Growing up in the heat of Madison Avenue's carbonation battle, I did not realize the magnitude of my plight. Like most tykes of the '80s, I dutifully "moonwalked" for Pepsi, fervently debated the pros and cons of New Coke, and laughed at poor RC. Of the three, RC was my favorite when it came to taste, but it offered no image with its fizz.
Corporate America's advertising blitz rages on today, creeping into every possible public crevice (I'm surprised there were no billboards plastered to Judge Zobel's courtroom walls). But nothing breeds sharp cultural criticism like decrepit culture. Hence, sneering publications like The Baffler, Suck, and Stay Free! have arisen in recent years to confront the ad industry, at times producing some of our most notable art about our least notable art. It may be too late to escape from a McDonaldized world, but at least we're going down with sparkling swings.

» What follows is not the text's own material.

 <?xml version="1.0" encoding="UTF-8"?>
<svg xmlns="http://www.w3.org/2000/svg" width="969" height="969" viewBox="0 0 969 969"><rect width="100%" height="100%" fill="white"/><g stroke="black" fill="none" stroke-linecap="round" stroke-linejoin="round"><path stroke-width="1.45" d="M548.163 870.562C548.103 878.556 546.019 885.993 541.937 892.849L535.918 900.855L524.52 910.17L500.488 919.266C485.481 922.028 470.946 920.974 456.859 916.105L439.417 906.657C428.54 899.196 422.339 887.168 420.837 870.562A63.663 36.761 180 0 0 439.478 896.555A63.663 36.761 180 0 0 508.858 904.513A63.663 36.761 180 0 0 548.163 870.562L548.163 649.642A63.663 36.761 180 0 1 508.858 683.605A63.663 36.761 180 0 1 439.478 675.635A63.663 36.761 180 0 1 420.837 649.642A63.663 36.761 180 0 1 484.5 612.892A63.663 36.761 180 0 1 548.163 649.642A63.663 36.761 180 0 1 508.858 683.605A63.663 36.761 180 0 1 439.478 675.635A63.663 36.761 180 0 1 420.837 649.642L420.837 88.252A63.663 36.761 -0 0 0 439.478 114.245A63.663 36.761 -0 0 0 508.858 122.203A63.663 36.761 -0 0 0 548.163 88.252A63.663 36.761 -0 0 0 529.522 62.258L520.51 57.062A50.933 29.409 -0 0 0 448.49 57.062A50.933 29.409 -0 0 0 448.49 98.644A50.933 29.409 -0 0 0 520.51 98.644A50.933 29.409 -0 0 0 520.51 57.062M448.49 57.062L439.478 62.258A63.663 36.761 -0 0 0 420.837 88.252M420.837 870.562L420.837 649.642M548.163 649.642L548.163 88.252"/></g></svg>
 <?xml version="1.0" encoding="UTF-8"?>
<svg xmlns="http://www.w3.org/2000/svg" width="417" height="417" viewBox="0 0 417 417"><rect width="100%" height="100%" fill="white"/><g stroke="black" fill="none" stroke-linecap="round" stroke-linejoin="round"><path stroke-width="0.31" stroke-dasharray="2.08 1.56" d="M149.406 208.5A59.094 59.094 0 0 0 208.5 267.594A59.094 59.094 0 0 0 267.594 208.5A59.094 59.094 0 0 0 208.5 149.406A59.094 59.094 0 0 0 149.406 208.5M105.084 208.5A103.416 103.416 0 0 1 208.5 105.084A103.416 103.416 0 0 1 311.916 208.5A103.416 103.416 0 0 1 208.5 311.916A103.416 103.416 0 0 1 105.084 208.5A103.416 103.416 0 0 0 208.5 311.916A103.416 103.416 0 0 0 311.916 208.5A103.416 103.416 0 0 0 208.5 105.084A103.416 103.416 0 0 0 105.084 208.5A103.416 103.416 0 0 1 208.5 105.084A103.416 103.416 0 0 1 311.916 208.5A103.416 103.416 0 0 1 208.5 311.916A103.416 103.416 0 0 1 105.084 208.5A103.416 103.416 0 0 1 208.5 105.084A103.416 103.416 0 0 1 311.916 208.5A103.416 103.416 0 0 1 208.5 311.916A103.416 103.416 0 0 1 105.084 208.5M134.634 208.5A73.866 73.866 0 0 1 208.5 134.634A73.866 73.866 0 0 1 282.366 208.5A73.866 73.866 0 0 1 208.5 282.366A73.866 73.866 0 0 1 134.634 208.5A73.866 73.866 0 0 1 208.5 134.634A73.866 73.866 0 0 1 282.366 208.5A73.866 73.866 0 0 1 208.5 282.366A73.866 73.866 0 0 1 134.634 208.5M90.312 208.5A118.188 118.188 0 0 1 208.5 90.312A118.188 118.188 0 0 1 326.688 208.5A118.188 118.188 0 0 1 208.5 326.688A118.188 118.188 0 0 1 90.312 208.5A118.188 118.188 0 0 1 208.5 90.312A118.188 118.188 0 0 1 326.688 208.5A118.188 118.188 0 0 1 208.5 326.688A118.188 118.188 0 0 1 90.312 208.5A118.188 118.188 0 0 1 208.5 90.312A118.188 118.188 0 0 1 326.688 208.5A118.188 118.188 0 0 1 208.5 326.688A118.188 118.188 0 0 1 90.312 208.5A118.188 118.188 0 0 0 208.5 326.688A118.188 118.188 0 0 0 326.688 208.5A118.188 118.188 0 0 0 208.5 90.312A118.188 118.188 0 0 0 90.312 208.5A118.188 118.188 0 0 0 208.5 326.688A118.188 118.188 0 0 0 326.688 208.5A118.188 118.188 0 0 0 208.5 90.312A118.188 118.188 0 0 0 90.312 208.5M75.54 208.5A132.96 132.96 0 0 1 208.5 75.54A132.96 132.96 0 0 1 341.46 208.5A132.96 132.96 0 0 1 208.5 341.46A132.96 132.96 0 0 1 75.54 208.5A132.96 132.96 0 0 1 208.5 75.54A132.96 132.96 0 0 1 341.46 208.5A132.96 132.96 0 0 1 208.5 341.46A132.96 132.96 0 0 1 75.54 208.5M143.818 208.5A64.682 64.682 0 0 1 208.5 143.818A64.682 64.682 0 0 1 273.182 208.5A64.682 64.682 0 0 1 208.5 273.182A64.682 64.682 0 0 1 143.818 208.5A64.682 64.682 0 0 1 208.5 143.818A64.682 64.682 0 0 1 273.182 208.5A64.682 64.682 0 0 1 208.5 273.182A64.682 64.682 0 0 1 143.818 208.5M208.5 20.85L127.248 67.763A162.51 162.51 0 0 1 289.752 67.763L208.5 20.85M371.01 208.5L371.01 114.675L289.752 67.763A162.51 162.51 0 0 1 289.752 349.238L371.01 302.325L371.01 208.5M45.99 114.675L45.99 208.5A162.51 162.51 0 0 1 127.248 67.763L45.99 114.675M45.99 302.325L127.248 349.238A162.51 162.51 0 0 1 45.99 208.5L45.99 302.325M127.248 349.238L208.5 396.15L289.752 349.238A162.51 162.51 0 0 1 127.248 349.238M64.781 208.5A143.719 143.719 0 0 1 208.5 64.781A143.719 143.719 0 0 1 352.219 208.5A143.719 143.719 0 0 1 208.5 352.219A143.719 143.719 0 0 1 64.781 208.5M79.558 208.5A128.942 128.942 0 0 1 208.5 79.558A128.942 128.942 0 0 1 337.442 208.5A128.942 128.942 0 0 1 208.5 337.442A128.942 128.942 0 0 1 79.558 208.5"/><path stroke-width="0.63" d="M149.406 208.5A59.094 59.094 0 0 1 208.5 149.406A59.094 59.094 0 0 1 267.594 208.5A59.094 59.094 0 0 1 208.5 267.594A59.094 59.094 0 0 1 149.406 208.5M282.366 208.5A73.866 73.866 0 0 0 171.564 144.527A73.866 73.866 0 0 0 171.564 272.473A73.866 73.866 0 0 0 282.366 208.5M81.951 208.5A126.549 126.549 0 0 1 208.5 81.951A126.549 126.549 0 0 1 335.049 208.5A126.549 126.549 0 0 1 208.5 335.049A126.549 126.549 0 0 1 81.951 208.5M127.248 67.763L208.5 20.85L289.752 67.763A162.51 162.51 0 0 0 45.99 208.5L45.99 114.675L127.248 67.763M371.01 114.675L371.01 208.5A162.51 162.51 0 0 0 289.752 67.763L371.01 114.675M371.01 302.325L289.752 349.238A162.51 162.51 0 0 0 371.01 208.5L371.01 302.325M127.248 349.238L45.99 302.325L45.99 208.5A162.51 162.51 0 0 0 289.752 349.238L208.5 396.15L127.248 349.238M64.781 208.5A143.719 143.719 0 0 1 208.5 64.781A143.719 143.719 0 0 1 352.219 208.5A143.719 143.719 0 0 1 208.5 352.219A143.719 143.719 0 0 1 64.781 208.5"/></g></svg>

The most eye-opening new salvo, however, is "Dispepsi," a new album by West Coast sound collagists Negativland. Previously best known for a U2 parody searing enough to elicit lawsuits from both U2's record label and Negativland's own, the audio hellions have a keen eye for potential legal jams: They devote "Dispepsi" to, well, dissing Pepsi through warped media and commercial sound bites as well as sardonic anti-jingles of their own. It's a momentous work that reaches far beyond its immediate subject matter, examining the nature of American celebrity, media, and consumerism through the dubious red, white, and blue swirl of PepsiCo.
The wide scope of "Dispepsi" testifies to both Negativland's talent and the cultural ubiquity of the soda monoliths. From Mike Tyson to Ricardo Montalban to the O. J. Simpson trial to Bill Cosby to talk-radio conspiracy hounds to Michael J. Fox, the album plays like a disturbed, impersonal scrapbook of my life and times. But this nostalgia record has a major twist: True to its creator's name, "Dispepsi" is consummately negative, causing me to grit my cola-rotted teeth in anger as I view my existence as one big beverage commercial.
Such pessimism belies the cheery role traditionally played by nostalgia records. Psychedelic works like "Sgt. Pepper's Lonely Hearts Club Band " and "The Kinks Are the Village Green Preservation Society," as well as their post-hippie counterparts like the Velvet Underground's "Loaded," look at the past through rose-colored shades, hailing the innocence of early rock 'n' roll and small towns. Negativland, on the other hand, must reflect on rock music as a commercial jingle or a Michael Jackson endorsement spot. More disturbingly, "Dispepsi" lacks any sense of locale - whereas the Kinks turned to their village green, Negativland is trapped in the media village that has consumed the Western world.
Like the magazines that take swipes at these issues, Negativland offers scant solutions to the problems it so viciously scrutinizes. In all honesty, why should they bother? The advertising empire is like a spoiled preteen wound up in a temper tantrum as it vociferously pushes onward, ignoring all reproaches and almost always triumphing. To resist is futile. By the time I grew hip to the hype's baloney and decided to follow my taste buds to ol' RC Cola, it was too late - the George Harrison of the soda world was veritably unfindable, buried by the biggies' commercial war. All that's left to do now is kvetch eloquently to the converted.